One thing has completely destroyed me
He told me he had a conversation with Lemon over the weekend and it was very clear that she despises me.

Oh and "You may get the girls now I am so useless it wont take him long to get them taken away from me"

My lawyer isnt coming back to me *grrr* so if anyone knows of one - pls mail me?
tdaniels@gencapital.co.za

Thursday, December 3, 2009

Am I losing my mind??

So once again things at home are not that great.

Last week Thursday J and I have a huge argument on the way to work. He tells me he's had enough, he wants out and I need to call my lawyer.
After I drop him off I was speaking to my mom, asking her what I should do. Wishing she was here as she was so great to speak to.
Not even 20 mins after I get to work my lawyer calls. Now I havent spoken to my lawyer since my mom went into hospital. He says he wants to draw up the summons..what must he do?
I honestly took that as a sign?

So it all ends up with J packing his stuff on Saturday and telling me he is leaving by the end of this week.
I dont cry
I dont beg
I dont plead
The only thing I ask is that he allows me to please keep the house as rental anywhere else will be more or less the same....and at least the girls won't be uprooted too much.
He says I can keep the house, but if I buy it at market value? So bang goes that idea as I honestly wont be able to afford that. So I will have to rent somewhere.

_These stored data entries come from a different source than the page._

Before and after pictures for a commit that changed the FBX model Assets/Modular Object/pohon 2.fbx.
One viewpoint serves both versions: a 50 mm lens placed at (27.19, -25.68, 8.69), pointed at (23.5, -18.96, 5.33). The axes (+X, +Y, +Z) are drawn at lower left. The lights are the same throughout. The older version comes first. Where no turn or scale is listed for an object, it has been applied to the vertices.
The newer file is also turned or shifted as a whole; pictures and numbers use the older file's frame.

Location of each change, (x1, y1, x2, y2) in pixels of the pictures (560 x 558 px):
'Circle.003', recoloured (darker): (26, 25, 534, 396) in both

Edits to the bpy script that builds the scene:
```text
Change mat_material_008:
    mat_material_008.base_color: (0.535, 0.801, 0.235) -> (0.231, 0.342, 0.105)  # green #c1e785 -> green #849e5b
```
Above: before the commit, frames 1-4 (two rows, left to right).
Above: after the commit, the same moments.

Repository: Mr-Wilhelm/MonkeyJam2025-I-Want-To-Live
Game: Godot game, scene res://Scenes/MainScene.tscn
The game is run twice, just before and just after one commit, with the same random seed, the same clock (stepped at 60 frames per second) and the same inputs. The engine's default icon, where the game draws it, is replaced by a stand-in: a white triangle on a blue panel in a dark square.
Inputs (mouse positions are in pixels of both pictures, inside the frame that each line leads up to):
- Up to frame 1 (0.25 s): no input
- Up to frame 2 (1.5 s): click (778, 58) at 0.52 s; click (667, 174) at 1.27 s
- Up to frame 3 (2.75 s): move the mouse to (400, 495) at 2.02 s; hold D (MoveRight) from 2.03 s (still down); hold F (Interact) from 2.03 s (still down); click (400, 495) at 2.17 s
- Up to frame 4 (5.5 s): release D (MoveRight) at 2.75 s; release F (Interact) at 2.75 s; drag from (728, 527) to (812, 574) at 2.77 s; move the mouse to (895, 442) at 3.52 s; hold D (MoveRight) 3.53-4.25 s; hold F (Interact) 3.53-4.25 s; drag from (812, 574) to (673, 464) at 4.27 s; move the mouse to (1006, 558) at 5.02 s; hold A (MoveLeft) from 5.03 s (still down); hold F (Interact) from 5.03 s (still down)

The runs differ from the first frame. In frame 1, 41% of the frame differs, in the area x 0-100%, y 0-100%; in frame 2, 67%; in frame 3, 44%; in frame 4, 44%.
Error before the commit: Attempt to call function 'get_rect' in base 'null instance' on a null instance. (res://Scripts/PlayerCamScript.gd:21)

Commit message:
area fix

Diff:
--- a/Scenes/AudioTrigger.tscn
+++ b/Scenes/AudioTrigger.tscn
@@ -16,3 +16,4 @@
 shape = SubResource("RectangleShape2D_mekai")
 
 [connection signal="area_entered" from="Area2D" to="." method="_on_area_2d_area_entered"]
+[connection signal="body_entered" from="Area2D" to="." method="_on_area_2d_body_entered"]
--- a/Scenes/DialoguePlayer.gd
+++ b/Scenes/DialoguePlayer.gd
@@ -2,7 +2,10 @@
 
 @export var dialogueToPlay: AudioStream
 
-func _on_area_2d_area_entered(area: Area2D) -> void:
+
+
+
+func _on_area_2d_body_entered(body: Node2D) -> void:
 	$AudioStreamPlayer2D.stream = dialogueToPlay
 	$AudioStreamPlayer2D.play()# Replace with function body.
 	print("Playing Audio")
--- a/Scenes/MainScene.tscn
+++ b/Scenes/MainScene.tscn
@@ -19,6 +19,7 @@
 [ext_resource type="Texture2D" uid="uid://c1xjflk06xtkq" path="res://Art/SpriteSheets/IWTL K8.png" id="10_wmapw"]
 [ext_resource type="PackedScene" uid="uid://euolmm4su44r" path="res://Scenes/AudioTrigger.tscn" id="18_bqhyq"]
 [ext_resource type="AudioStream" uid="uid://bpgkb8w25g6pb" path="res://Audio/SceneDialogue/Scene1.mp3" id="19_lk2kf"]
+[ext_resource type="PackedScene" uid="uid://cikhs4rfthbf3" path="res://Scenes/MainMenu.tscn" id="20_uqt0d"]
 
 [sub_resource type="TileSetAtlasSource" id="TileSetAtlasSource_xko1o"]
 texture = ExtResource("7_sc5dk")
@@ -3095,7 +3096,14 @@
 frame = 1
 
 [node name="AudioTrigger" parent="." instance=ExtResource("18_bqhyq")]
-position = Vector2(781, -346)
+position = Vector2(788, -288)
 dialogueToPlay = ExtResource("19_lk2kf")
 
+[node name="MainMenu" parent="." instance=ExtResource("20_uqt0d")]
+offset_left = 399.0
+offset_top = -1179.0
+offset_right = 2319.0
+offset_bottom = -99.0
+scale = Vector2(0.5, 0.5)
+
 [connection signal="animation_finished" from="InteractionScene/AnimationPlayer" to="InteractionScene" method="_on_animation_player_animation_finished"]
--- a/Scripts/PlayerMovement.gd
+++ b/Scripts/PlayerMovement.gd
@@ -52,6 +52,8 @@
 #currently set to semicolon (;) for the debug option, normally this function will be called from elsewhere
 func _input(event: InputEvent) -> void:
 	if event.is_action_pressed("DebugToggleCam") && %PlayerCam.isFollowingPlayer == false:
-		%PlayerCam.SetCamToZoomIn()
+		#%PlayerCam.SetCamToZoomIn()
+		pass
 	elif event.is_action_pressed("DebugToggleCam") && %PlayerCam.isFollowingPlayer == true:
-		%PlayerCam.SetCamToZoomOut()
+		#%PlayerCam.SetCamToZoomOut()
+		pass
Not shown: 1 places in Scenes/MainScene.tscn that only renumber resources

Then this is where I question my sanity.
He can not understand why I am wanting to leave him.
Why I am wanting to "destroy" the girls lives, mine and his by getting a divorce.
He says that I am the reason for the breakdown of our marriage and that I have a chip on my shoulder that prevents me from being happy.
I think back over what I have had to put up with...what I have been through..and I can't fathom how on earth he feels justified having treated me like he has? Surely its not normal?

Those that have read here regularly will know what I have had to put up with, honestly.....surely I'm not the crazy one??